Stored entries
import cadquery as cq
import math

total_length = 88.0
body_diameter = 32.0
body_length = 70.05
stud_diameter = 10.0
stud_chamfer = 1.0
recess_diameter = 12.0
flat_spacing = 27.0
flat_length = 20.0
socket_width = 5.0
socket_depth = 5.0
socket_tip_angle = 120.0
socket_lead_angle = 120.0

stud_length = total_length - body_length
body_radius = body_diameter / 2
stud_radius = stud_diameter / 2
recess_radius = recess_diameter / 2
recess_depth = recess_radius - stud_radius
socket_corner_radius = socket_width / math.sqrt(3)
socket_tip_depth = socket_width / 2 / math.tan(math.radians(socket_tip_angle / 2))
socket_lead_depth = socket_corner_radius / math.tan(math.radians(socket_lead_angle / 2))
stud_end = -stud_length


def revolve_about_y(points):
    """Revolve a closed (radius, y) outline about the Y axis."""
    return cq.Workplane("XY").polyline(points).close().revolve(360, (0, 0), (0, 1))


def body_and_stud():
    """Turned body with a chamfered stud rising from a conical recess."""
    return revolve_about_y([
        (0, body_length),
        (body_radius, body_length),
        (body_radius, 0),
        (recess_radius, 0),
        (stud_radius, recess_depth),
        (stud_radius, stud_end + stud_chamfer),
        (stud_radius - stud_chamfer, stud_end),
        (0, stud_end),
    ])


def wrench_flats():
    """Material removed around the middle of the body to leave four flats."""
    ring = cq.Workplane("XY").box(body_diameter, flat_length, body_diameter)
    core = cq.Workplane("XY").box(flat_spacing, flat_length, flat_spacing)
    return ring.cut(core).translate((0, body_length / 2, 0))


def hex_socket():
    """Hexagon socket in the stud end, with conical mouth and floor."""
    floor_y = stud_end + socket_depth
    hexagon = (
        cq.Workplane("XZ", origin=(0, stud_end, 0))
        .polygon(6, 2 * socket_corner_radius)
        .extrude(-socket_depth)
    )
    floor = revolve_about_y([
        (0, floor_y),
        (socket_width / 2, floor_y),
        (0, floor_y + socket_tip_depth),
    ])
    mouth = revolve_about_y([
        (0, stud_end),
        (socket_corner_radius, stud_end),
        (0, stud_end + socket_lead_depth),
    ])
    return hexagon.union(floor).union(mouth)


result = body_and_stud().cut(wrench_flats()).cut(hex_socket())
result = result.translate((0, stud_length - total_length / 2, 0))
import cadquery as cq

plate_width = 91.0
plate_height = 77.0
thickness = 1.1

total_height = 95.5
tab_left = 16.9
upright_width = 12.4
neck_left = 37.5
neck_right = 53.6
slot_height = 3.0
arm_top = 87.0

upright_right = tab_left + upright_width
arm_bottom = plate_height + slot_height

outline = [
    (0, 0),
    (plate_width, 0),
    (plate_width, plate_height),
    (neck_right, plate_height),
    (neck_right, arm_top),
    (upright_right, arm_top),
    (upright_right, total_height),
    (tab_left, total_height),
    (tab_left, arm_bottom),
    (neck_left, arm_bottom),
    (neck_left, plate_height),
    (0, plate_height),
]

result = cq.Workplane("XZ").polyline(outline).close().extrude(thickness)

*PROBLEM*.
From the records above, transcribe without alteration every line from the one with "socket_lead_depth = socket_corner_radius" to the one with "return hexagon.union(floor).union(mouth)", inclusive.

*EXERCISE ANSWER*.
socket_lead_depth = socket_corner_radius / math.tan(math.radians(socket_lead_angle / 2))
stud_end = -stud_length


def revolve_about_y(points):
    """Revolve a closed (radius, y) outline about the Y axis."""
    return cq.Workplane("XY").polyline(points).close().revolve(360, (0, 0), (0, 1))


def body_and_stud():
    """Turned body with a chamfered stud rising from a conical recess."""
    return revolve_about_y([
        (0, body_length),
        (body_radius, body_length),
        (body_radius, 0),
        (recess_radius, 0),
        (stud_radius, recess_depth),
        (stud_radius, stud_end + stud_chamfer),
        (stud_radius - stud_chamfer, stud_end),
        (0, stud_end),
    ])


def wrench_flats():
    """Material removed around the middle of the body to leave four flats."""
    ring = cq.Workplane("XY").box(body_diameter, flat_length, body_diameter)
    core = cq.Workplane("XY").box(flat_spacing, flat_length, flat_spacing)
    return ring.cut(core).translate((0, body_length / 2, 0))


def hex_socket():
    """Hexagon socket in the stud end, with conical mouth and floor."""
    floor_y = stud_end + socket_depth
    hexagon = (
        cq.Workplane("XZ", origin=(0, stud_end, 0))
        .polygon(6, 2 * socket_corner_radius)
        .extrude(-socket_depth)
    )
    floor = revolve_about_y([
        (0, floor_y),
        (socket_width / 2, floor_y),
        (0, floor_y + socket_tip_depth),
    ])
    mouth = revolve_about_y([
        (0, stud_end),
        (socket_corner_radius, stud_end),
        (0, stud_end + socket_lead_depth),
    ])
    return hexagon.union(floor).union(mouth)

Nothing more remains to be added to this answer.